Mountain sorrel has ties with shamrock. Sorrel has more delicate three-parted leaves than shamrock, and has white flowers with pink veins. Clintonia, a yellow-flowered plant in the lily family, bears the name of DeWitt Clinton, 19th century governor of NewYork.

Plants tell the human story in more than just their names. Americans have cultivated an Asian plant, the day lily (Hemerocallis fulva), since the days of early settlement. An 1896 botany textbook describes the plant as “common in old gardens.” One hundred years later, the same can be said. In the woods, day lily may clue us in to the site of an old homestead when no other evidence appears. Further exploration might turn up a cellarhole nearby, or a stone wall. Perhaps an old apple tree or lilac will persist, too. Gordon Whitney, in his book From Coastal Wilderness to Fruited Plain, lists live-forever (Sedum telephioides), periwinkle (Vinca minor), and lily-of-the-valley (Convallaria majalis) as other Old World garden plants found near old homesites.

Many of our agricultural weeds came from the Old World as well, and in some kinds of woods (especially dry, rocky sites) they can stay on long after farmland has been abandoned. Mullein (Verbascum thapsus), with its tall, persistent flower spikes, Canada thistle (Cirsium arvense), which is not from Canada as its name suggests, and orange hawkweed (Hieracium aurentiacum), also known in these parts as Indian paintbrush, routinely outlast pasture grasses or crops.

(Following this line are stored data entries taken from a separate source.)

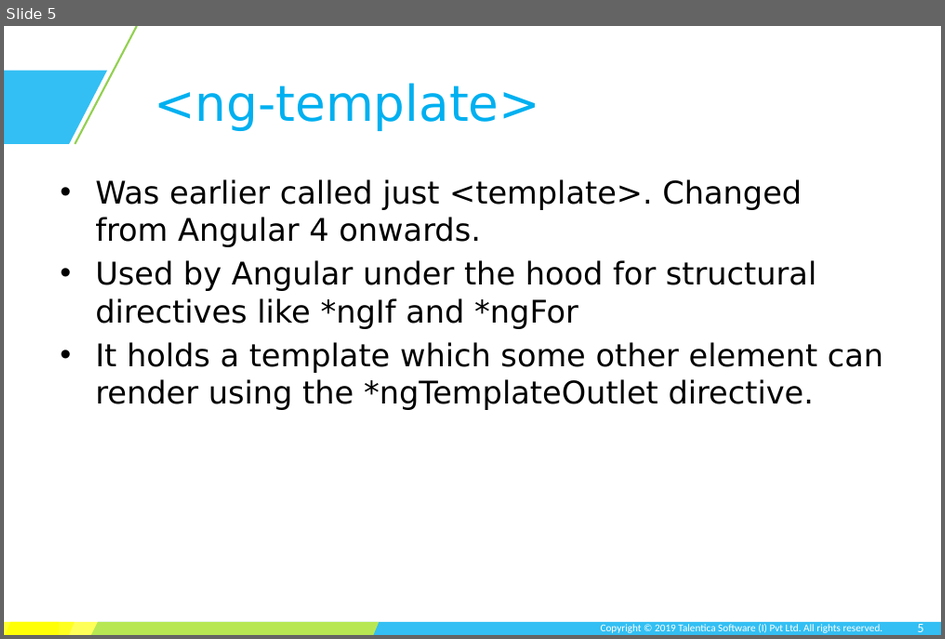
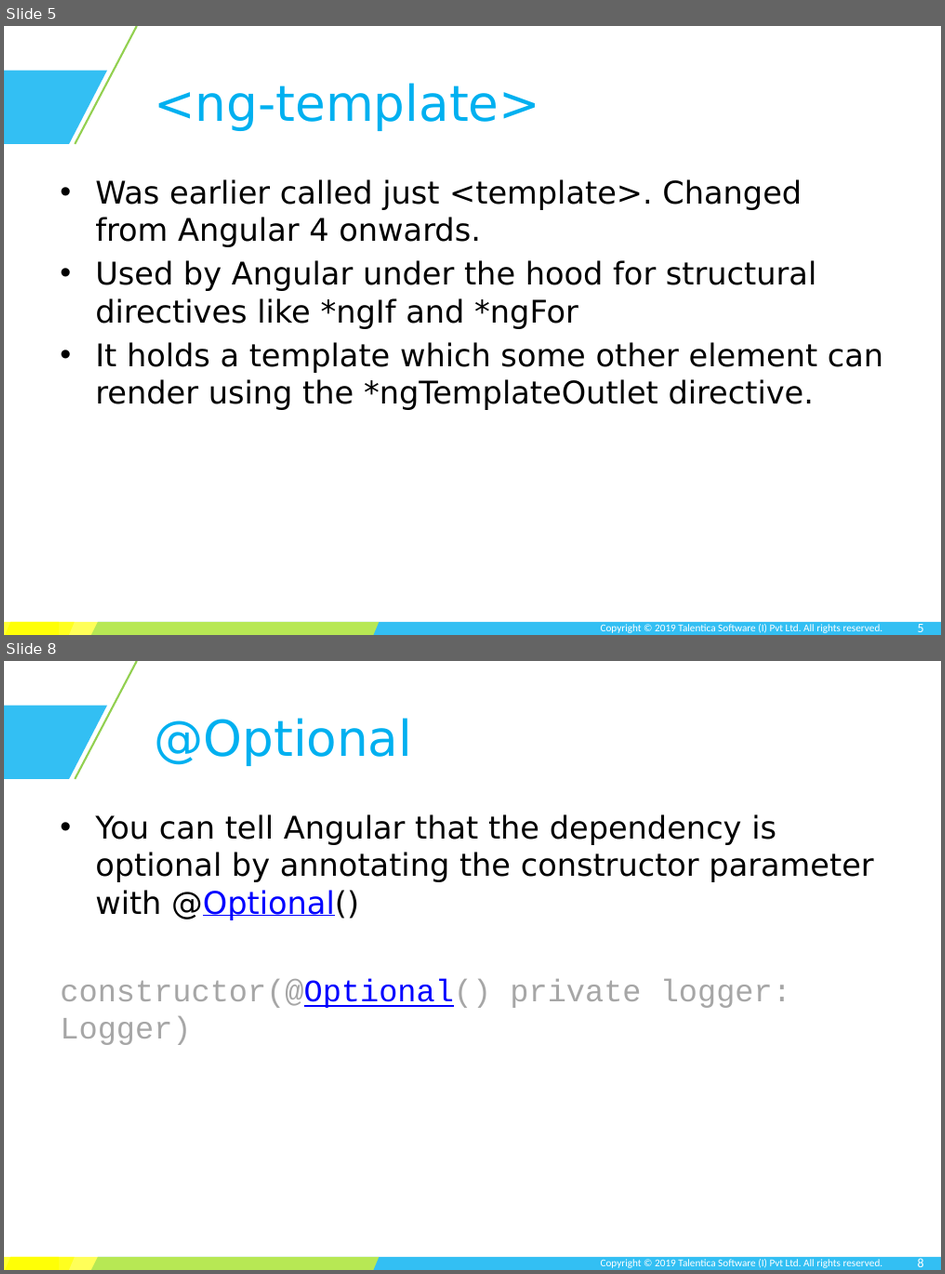
Before and after one commit to TusharRajGupt/angular-demo, a slide deck: session-7/Session 7.pptx. Shown one above the other, each under a label of ours: slide 5 before the commit, slides 5 and 8 after it; the slides between them are not shown. The pictures are 945x639 and 945x1274 pixels, drawn with LibreOffice and Linux fonts; fonts in the diff are those of the drawing; background and template pictures are left out. Boxes give left, top, right and bottom in pixels: in the first picture for what was removed or moved away, otherwise in the second. Text is boxed around its words. In the diff, an @@ line names an element or a change of style, - is before the commit and + after.

```diff
--- a/session-7/Session 7.pptx
+++ b/session-7/Session 7.pptx
@@ slide 8 added at (x1=4, y1=661, x2=941, y2=1270), background #FFFFFF; not listed: 7 template elements that a slide beside it also shows @@
@@ title added at (x1=154, y1=718, x2=412, y2=766), 38 pt, text #00B0F0 @@
+@Optional
@@ text added at (x1=60, y1=814, x2=874, y2=1045), 24 pt, text #000000 @@
+• You can tell Angular that the dependency is optional by annotating the constructor parameter with @Optional()
+constructor(@Optional() private logger: Logger)
@@ page number added at (x1=918, y1=1258, x2=925, y2=1267), 10 pt, text #FFFFFF @@
+8
```
Also in this commit, not shown: 4 other slides added, 12 other files.

Native North American hawkweeds and thistles grow in our woods, too. Rattlesnake-weed (Hieracium venosum) is a hawkweed with yellow dandelion-like flowers and striking red-veined leaves. It thrives naturally in Vermont woods, indicating dry, warm conditions. It is usually found under oaks or hickories in the southern Champlain Valley and the Taconics.

Rich woods have their nettles, sandy woods the mayflower, dry woods rattlesnake weeds, and old fields the plants that Europeans brought. Countless other stories can be told. Newcomb’s Wildflower Guide describes and illustrates the wild plants of the Northeast and tells where each is likely to grow. Wetland, Woodland, Wildland: A Guide to the Natural Communities of Vermont integrates descriptions of the trees, plants, animals, and habitats of 80 different wetland and terrestrial natural community types in Vermont and neighboring states.